### Brief
Would you give the listing again exactly as written, minus its pictures?

### Record extracts
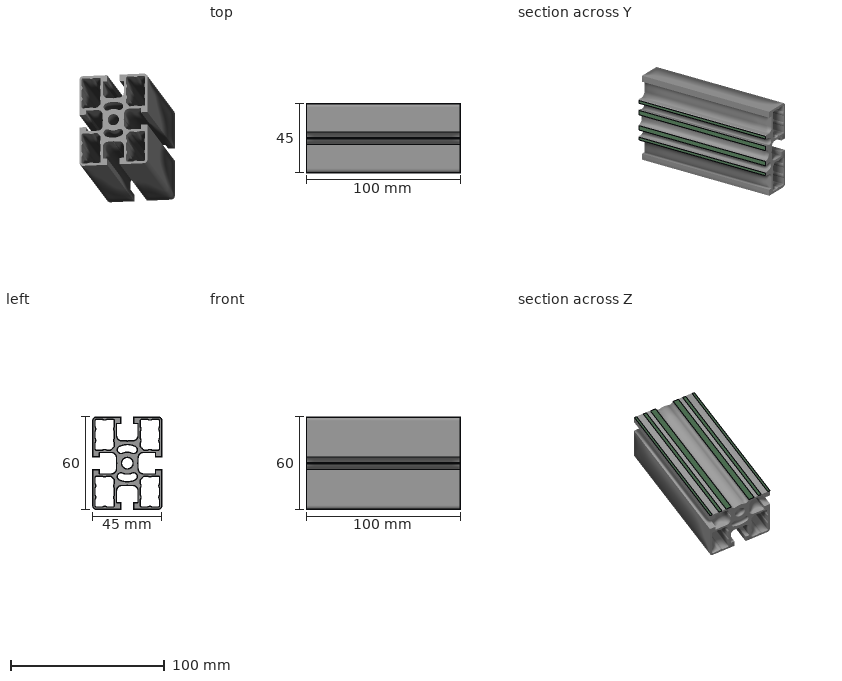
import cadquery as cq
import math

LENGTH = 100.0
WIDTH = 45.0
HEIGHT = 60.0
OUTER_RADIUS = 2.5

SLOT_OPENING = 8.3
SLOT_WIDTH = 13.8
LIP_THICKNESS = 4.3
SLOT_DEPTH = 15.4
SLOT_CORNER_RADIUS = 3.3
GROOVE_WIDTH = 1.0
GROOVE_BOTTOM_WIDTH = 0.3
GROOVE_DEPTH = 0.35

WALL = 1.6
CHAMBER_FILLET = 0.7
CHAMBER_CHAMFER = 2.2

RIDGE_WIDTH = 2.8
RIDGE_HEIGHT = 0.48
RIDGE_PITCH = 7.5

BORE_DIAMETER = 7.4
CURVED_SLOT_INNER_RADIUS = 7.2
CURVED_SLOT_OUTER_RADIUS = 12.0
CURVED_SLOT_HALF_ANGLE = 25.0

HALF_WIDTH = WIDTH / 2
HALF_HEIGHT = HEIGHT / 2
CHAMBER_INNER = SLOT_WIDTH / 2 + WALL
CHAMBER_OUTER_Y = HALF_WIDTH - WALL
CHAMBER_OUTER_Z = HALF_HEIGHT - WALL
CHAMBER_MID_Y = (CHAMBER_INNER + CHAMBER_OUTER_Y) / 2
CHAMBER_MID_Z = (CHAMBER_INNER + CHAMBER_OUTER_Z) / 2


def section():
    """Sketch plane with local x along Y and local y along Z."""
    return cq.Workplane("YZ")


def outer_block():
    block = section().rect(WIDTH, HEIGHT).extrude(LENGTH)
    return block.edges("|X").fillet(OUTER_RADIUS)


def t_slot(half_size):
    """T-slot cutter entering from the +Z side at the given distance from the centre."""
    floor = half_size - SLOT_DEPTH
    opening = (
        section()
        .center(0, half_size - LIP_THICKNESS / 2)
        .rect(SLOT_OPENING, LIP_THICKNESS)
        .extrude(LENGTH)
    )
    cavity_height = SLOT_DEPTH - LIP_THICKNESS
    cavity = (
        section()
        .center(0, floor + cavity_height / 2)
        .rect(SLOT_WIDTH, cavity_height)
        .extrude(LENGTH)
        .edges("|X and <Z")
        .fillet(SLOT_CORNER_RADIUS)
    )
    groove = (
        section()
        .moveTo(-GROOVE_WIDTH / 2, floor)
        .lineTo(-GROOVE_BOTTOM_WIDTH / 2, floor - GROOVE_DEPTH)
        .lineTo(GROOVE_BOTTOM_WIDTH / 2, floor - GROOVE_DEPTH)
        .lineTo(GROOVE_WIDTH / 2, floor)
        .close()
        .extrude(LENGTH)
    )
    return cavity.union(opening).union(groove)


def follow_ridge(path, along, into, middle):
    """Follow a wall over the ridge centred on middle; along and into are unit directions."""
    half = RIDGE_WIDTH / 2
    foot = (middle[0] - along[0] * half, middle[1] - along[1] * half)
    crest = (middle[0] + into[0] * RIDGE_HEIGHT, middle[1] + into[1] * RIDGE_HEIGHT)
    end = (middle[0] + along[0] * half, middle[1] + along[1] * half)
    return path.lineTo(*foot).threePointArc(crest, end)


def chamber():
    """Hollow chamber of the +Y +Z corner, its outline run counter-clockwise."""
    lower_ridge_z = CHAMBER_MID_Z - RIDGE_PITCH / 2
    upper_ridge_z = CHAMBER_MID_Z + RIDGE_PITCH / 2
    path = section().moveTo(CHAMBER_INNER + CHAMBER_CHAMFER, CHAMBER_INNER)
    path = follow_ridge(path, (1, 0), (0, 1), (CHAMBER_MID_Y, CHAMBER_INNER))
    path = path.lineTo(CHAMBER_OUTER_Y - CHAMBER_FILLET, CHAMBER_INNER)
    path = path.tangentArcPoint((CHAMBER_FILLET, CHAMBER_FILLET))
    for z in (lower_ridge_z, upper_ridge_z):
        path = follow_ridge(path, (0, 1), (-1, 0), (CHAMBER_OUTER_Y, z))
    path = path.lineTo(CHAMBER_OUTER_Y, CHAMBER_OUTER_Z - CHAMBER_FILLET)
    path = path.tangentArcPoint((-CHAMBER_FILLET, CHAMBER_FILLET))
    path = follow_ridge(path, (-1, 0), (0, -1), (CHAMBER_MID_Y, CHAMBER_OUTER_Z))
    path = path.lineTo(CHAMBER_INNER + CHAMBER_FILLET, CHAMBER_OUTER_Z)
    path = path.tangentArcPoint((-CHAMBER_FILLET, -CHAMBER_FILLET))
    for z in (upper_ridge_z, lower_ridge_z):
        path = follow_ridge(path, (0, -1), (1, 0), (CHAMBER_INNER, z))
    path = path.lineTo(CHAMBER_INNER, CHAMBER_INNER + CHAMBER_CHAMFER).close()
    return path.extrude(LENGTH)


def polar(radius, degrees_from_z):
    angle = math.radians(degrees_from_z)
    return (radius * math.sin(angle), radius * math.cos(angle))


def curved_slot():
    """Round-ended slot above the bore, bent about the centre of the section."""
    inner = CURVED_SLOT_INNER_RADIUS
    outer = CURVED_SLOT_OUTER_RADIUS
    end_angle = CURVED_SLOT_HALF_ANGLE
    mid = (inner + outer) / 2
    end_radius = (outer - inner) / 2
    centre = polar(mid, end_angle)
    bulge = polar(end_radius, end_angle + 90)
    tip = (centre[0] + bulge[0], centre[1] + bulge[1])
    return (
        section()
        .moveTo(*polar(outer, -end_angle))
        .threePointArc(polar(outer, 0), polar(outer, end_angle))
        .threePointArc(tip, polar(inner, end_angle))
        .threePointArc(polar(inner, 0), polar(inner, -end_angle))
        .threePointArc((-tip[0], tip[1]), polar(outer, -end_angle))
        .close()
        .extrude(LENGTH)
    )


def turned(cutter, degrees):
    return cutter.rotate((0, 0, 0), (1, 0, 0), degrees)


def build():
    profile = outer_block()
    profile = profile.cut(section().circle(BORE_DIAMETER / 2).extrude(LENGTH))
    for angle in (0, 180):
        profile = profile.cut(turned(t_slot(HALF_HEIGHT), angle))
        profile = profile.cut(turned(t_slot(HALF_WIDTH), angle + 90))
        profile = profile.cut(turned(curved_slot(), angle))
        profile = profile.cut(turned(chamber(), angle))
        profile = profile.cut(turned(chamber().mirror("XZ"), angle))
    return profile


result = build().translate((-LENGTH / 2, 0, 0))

### Written solution
import cadquery as cq
import math

LENGTH = 100.0
WIDTH = 45.0
HEIGHT = 60.0
OUTER_RADIUS = 2.5

SLOT_OPENING = 8.3
SLOT_WIDTH = 13.8
LIP_THICKNESS = 4.3
SLOT_DEPTH = 15.4
SLOT_CORNER_RADIUS = 3.3
GROOVE_WIDTH = 1.0
GROOVE_BOTTOM_WIDTH = 0.3
GROOVE_DEPTH = 0.35

WALL = 1.6
CHAMBER_FILLET = 0.7
CHAMBER_CHAMFER = 2.2

RIDGE_WIDTH = 2.8
RIDGE_HEIGHT = 0.48
RIDGE_PITCH = 7.5

BORE_DIAMETER = 7.4
CURVED_SLOT_INNER_RADIUS = 7.2
CURVED_SLOT_OUTER_RADIUS = 12.0
CURVED_SLOT_HALF_ANGLE = 25.0

HALF_WIDTH = WIDTH / 2
HALF_HEIGHT = HEIGHT / 2
CHAMBER_INNER = SLOT_WIDTH / 2 + WALL
CHAMBER_OUTER_Y = HALF_WIDTH - WALL
CHAMBER_OUTER_Z = HALF_HEIGHT - WALL
CHAMBER_MID_Y = (CHAMBER_INNER + CHAMBER_OUTER_Y) / 2
CHAMBER_MID_Z = (CHAMBER_INNER + CHAMBER_OUTER_Z) / 2


def section():
    """Sketch plane with local x along Y and local y along Z."""
    return cq.Workplane("YZ")


def outer_block():
    block = section().rect(WIDTH, HEIGHT).extrude(LENGTH)
    return block.edges("|X").fillet(OUTER_RADIUS)


def t_slot(half_size):
    """T-slot cutter entering from the +Z side at the given distance from the centre."""
    floor = half_size - SLOT_DEPTH
    opening = (
        section()
        .center(0, half_size - LIP_THICKNESS / 2)
        .rect(SLOT_OPENING, LIP_THICKNESS)
        .extrude(LENGTH)
    )
    cavity_height = SLOT_DEPTH - LIP_THICKNESS
    cavity = (
        section()
        .center(0, floor + cavity_height / 2)
        .rect(SLOT_WIDTH, cavity_height)
        .extrude(LENGTH)
        .edges("|X and <Z")
        .fillet(SLOT_CORNER_RADIUS)
    )
    groove = (
        section()
        .moveTo(-GROOVE_WIDTH / 2, floor)
        .lineTo(-GROOVE_BOTTOM_WIDTH / 2, floor - GROOVE_DEPTH)
        .lineTo(GROOVE_BOTTOM_WIDTH / 2, floor - GROOVE_DEPTH)
        .lineTo(GROOVE_WIDTH / 2, floor)
        .close()
        .extrude(LENGTH)
    )
    return cavity.union(opening).union(groove)


def follow_ridge(path, along, into, middle):
    """Follow a wall over the ridge centred on middle; along and into are unit directions."""
    half = RIDGE_WIDTH / 2
    foot = (middle[0] - along[0] * half, middle[1] - along[1] * half)
    crest = (middle[0] + into[0] * RIDGE_HEIGHT, middle[1] + into[1] * RIDGE_HEIGHT)
    end = (middle[0] + along[0] * half, middle[1] + along[1] * half)
    return path.lineTo(*foot).threePointArc(crest, end)


def chamber():
    """Hollow chamber of the +Y +Z corner, its outline run counter-clockwise."""
    lower_ridge_z = CHAMBER_MID_Z - RIDGE_PITCH / 2
    upper_ridge_z = CHAMBER_MID_Z + RIDGE_PITCH / 2
    path = section().moveTo(CHAMBER_INNER + CHAMBER_CHAMFER, CHAMBER_INNER)
    path = follow_ridge(path, (1, 0), (0, 1), (CHAMBER_MID_Y, CHAMBER_INNER))
    path = path.lineTo(CHAMBER_OUTER_Y - CHAMBER_FILLET, CHAMBER_INNER)
    path = path.tangentArcPoint((CHAMBER_FILLET, CHAMBER_FILLET))
    for z in (lower_ridge_z, upper_ridge_z):
        path = follow_ridge(path, (0, 1), (-1, 0), (CHAMBER_OUTER_Y, z))
    path = path.lineTo(CHAMBER_OUTER_Y, CHAMBER_OUTER_Z - CHAMBER_FILLET)
    path = path.tangentArcPoint((-CHAMBER_FILLET, CHAMBER_FILLET))
    path = follow_ridge(path, (-1, 0), (0, -1), (CHAMBER_MID_Y, CHAMBER_OUTER_Z))
    path = path.lineTo(CHAMBER_INNER + CHAMBER_FILLET, CHAMBER_OUTER_Z)
    path = path.tangentArcPoint((-CHAMBER_FILLET, -CHAMBER_FILLET))
    for z in (upper_ridge_z, lower_ridge_z):
        path = follow_ridge(path, (0, -1), (1, 0), (CHAMBER_INNER, z))
    path = path.lineTo(CHAMBER_INNER, CHAMBER_INNER + CHAMBER_CHAMFER).close()
    return path.extrude(LENGTH)


def polar(radius, degrees_from_z):
    angle = math.radians(degrees_from_z)
    return (radius * math.sin(angle), radius * math.cos(angle))


def curved_slot():
    """Round-ended slot above the bore, bent about the centre of the section."""
    inner = CURVED_SLOT_INNER_RADIUS
    outer = CURVED_SLOT_OUTER_RADIUS
    end_angle = CURVED_SLOT_HALF_ANGLE
    mid = (inner + outer) / 2
    end_radius = (outer - inner) / 2
    centre = polar(mid, end_angle)
    bulge = polar(end_radius, end_angle + 90)
    tip = (centre[0] + bulge[0], centre[1] + bulge[1])
    return (
        section()
        .moveTo(*polar(outer, -end_angle))
        .threePointArc(polar(outer, 0), polar(outer, end_angle))
        .threePointArc(tip, polar(inner, end_angle))
        .threePointArc(polar(inner, 0), polar(inner, -end_angle))
        .threePointArc((-tip[0], tip[1]), polar(outer, -end_angle))
        .close()
        .extrude(LENGTH)
    )


def turned(cutter, degrees):
    return cutter.rotate((0, 0, 0), (1, 0, 0), degrees)


def build():
    profile = outer_block()
    profile = profile.cut(section().circle(BORE_DIAMETER / 2).extrude(LENGTH))
    for angle in (0, 180):
        profile = profile.cut(turned(t_slot(HALF_HEIGHT), angle))
        profile = profile.cut(turned(t_slot(HALF_WIDTH), angle + 90))
        profile = profile.cut(turned(curved_slot(), angle))
        profile = profile.cut(turned(chamber(), angle))
        profile = profile.cut(turned(chamber().mirror("XZ"), angle))
    return profile


result = build().translate((-LENGTH / 2, 0, 0))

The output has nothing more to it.